## [What you need to do]
In the records that follow, skip the pictures and print everything else exactly.

## [Dataset records]

++++++

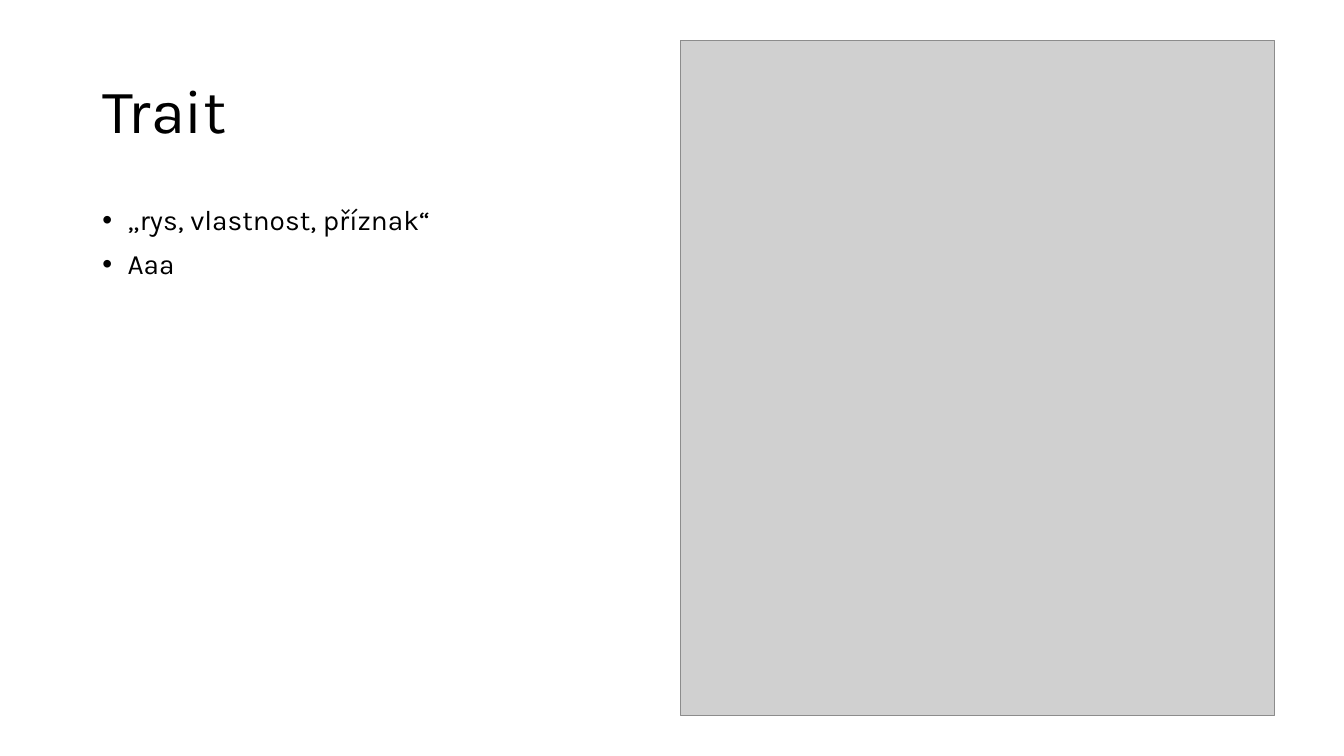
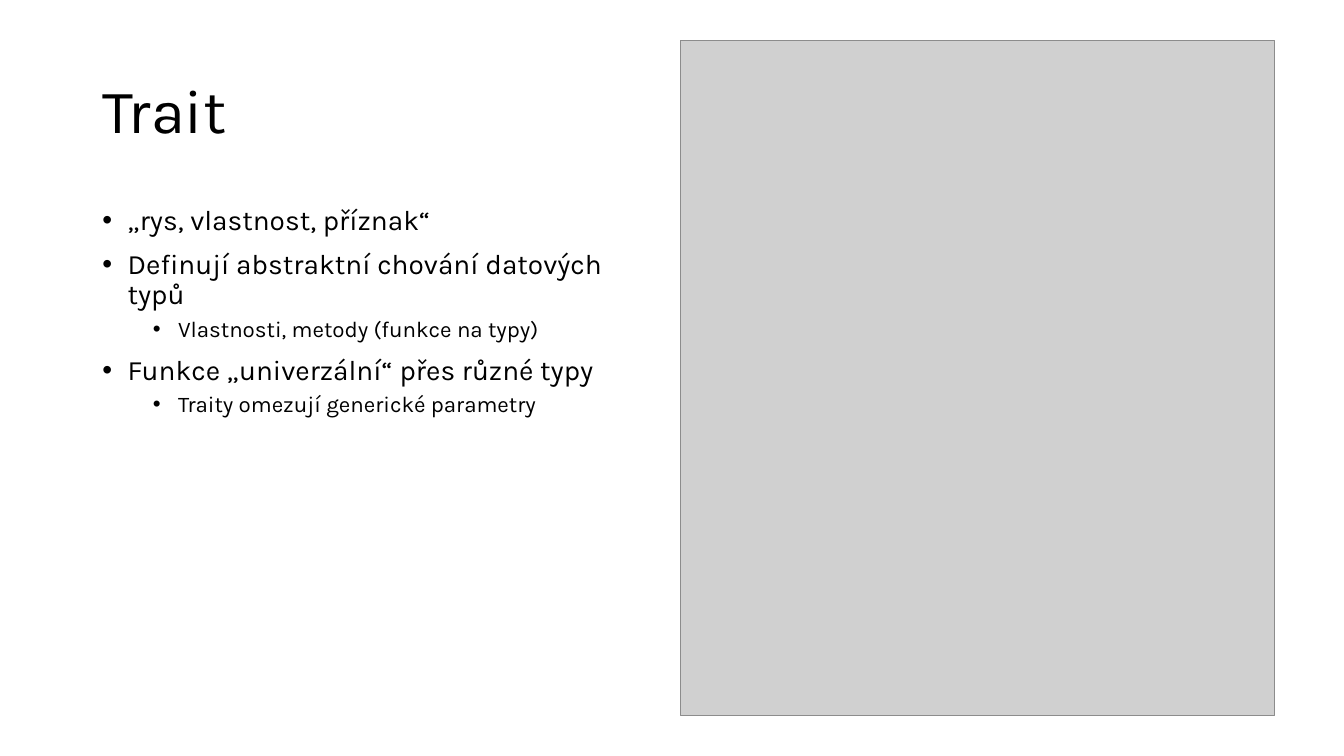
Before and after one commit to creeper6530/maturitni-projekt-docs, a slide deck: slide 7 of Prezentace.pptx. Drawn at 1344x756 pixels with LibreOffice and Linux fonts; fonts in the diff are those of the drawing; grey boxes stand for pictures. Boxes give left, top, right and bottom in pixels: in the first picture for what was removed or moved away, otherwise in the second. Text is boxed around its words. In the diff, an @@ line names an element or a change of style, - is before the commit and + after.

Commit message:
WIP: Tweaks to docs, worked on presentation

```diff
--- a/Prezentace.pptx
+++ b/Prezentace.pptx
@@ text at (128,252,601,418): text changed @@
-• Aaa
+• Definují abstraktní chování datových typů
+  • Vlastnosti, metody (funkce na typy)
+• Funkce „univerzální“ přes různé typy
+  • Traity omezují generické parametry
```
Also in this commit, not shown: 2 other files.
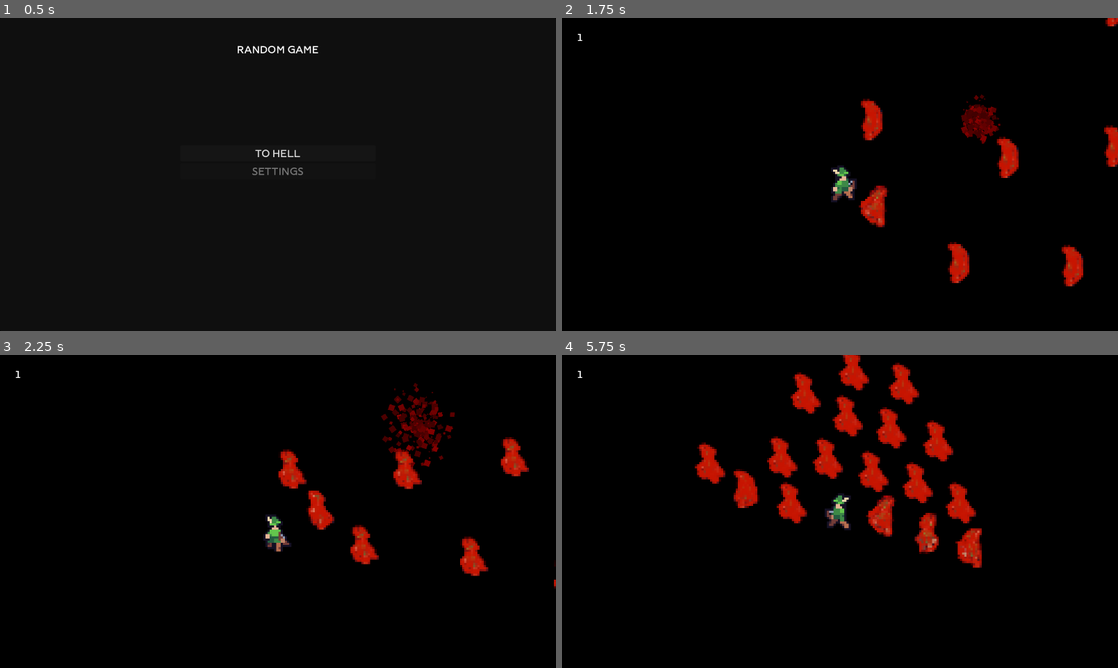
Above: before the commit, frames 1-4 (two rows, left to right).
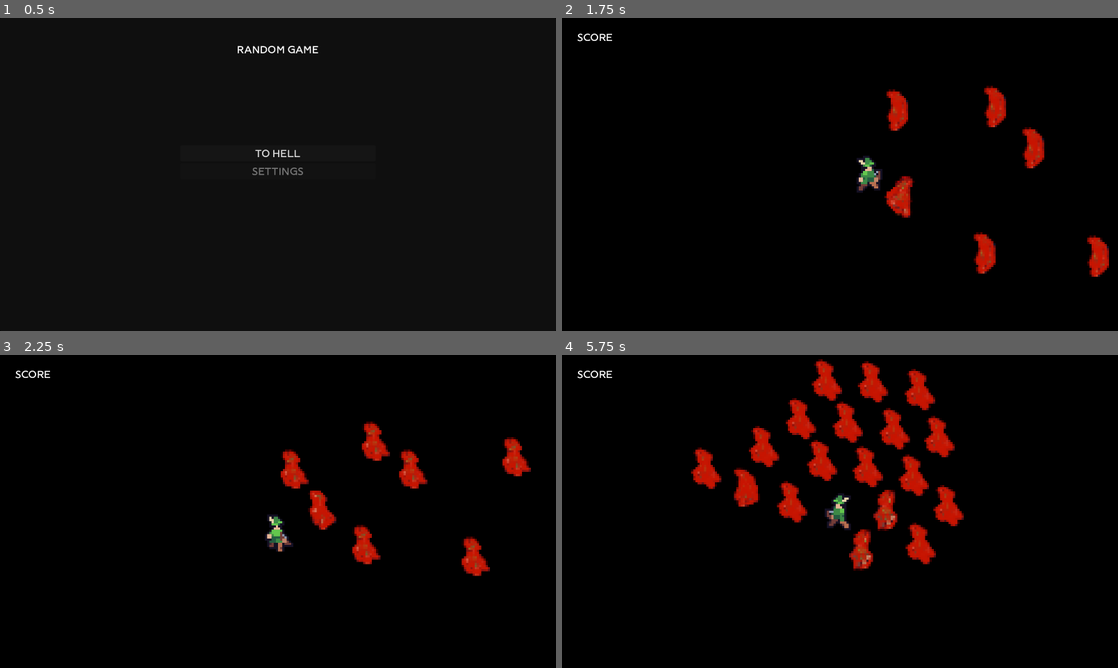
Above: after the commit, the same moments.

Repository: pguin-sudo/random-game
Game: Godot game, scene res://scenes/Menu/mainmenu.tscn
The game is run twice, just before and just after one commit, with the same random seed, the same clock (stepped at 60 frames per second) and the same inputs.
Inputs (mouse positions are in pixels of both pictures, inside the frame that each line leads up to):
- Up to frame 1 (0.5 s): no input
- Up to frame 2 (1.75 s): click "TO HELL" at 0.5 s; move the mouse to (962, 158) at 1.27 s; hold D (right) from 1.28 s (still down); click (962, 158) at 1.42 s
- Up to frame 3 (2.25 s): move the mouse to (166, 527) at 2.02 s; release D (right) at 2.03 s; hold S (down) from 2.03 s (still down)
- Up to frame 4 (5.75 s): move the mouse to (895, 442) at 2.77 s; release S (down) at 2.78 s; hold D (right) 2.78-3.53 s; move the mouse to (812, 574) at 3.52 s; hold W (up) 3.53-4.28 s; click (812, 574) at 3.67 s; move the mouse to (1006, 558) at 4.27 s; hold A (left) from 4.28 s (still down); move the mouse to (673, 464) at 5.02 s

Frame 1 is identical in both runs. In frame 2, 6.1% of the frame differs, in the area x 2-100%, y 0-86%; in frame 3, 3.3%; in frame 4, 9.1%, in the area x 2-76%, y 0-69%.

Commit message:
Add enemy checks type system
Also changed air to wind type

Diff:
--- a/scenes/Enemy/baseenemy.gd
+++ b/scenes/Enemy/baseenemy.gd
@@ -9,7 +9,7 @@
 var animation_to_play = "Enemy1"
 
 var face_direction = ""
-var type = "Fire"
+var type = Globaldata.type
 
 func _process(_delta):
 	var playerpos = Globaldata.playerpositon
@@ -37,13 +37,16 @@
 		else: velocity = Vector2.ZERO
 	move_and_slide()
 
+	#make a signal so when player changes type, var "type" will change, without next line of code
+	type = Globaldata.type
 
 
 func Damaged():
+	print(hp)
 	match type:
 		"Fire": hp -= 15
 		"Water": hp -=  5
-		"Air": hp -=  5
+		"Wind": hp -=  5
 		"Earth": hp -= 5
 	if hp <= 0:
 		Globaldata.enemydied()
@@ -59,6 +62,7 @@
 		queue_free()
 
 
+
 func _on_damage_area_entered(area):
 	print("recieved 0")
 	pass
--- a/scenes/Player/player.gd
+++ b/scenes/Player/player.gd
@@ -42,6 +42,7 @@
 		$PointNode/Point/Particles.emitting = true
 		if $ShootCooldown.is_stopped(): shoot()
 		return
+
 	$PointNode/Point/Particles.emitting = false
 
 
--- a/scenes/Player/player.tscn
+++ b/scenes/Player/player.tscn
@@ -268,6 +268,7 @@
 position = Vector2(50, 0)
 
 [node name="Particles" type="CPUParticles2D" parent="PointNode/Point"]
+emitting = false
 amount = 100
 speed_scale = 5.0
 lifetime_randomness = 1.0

++++++

## [Answer to this exercise]
Before and after one commit to creeper6530/maturitni-projekt-docs, a slide deck: slide 7 of Prezentace.pptx. Drawn at 1344x756 pixels with LibreOffice and Linux fonts; fonts in the diff are those of the drawing; grey boxes stand for pictures. Boxes give left, top, right and bottom in pixels: in the first picture for what was removed or moved away, otherwise in the second. Text is boxed around its words. In the diff, an @@ line names an element or a change of style, - is before the commit and + after.

Commit message:
WIP: Tweaks to docs, worked on presentation

```diff
--- a/Prezentace.pptx
+++ b/Prezentace.pptx
@@ text at (128,252,601,418): text changed @@
-• Aaa
+• Definují abstraktní chování datových typů
+  • Vlastnosti, metody (funkce na typy)
+• Funkce „univerzální“ přes různé typy
+  • Traity omezují generické parametry
```
Also in this commit, not shown: 2 other files.
Above: before the commit, frames 1-4 (two rows, left to right).
Above: after the commit, the same moments.

Repository: pguin-sudo/random-game
Game: Godot game, scene res://scenes/Menu/mainmenu.tscn
The game is run twice, just before and just after one commit, with the same random seed, the same clock (stepped at 60 frames per second) and the same inputs.
Inputs (mouse positions are in pixels of both pictures, inside the frame that each line leads up to):
- Up to frame 1 (0.5 s): no input
- Up to frame 2 (1.75 s): click "TO HELL" at 0.5 s; move the mouse to (962, 158) at 1.27 s; hold D (right) from 1.28 s (still down); click (962, 158) at 1.42 s
- Up to frame 3 (2.25 s): move the mouse to (166, 527) at 2.02 s; release D (right) at 2.03 s; hold S (down) from 2.03 s (still down)
- Up to frame 4 (5.75 s): move the mouse to (895, 442) at 2.77 s; release S (down) at 2.78 s; hold D (right) 2.78-3.53 s; move the mouse to (812, 574) at 3.52 s; hold W (up) 3.53-4.28 s; click (812, 574) at 3.67 s; move the mouse to (1006, 558) at 4.27 s; hold A (left) from 4.28 s (still down); move the mouse to (673, 464) at 5.02 s

Frame 1 is identical in both runs. In frame 2, 6.1% of the frame differs, in the area x 2-100%, y 0-86%; in frame 3, 3.3%; in frame 4, 9.1%, in the area x 2-76%, y 0-69%.

Commit message:
Add enemy checks type system
Also changed air to wind type

Diff:
--- a/scenes/Enemy/baseenemy.gd
+++ b/scenes/Enemy/baseenemy.gd
@@ -9,7 +9,7 @@
 var animation_to_play = "Enemy1"
 
 var face_direction = ""
-var type = "Fire"
+var type = Globaldata.type
 
 func _process(_delta):
 	var playerpos = Globaldata.playerpositon
@@ -37,13 +37,16 @@
 		else: velocity = Vector2.ZERO
 	move_and_slide()
 
+	#make a signal so when player changes type, var "type" will change, without next line of code
+	type = Globaldata.type
 
 
 func Damaged():
+	print(hp)
 	match type:
 		"Fire": hp -= 15
 		"Water": hp -=  5
-		"Air": hp -=  5
+		"Wind": hp -=  5
 		"Earth": hp -= 5
 	if hp <= 0:
 		Globaldata.enemydied()
@@ -59,6 +62,7 @@
 		queue_free()
 
 
+
 func _on_damage_area_entered(area):
 	print("recieved 0")
 	pass
--- a/scenes/Player/player.gd
+++ b/scenes/Player/player.gd
@@ -42,6 +42,7 @@
 		$PointNode/Point/Particles.emitting = true
 		if $ShootCooldown.is_stopped(): shoot()
 		return
+
 	$PointNode/Point/Particles.emitting = false
 
 
--- a/scenes/Player/player.tscn
+++ b/scenes/Player/player.tscn
@@ -268,6 +268,7 @@
 position = Vector2(50, 0)
 
 [node name="Particles" type="CPUParticles2D" parent="PointNode/Point"]
+emitting = false
 amount = 100
 speed_scale = 5.0
 lifetime_randomness = 1.0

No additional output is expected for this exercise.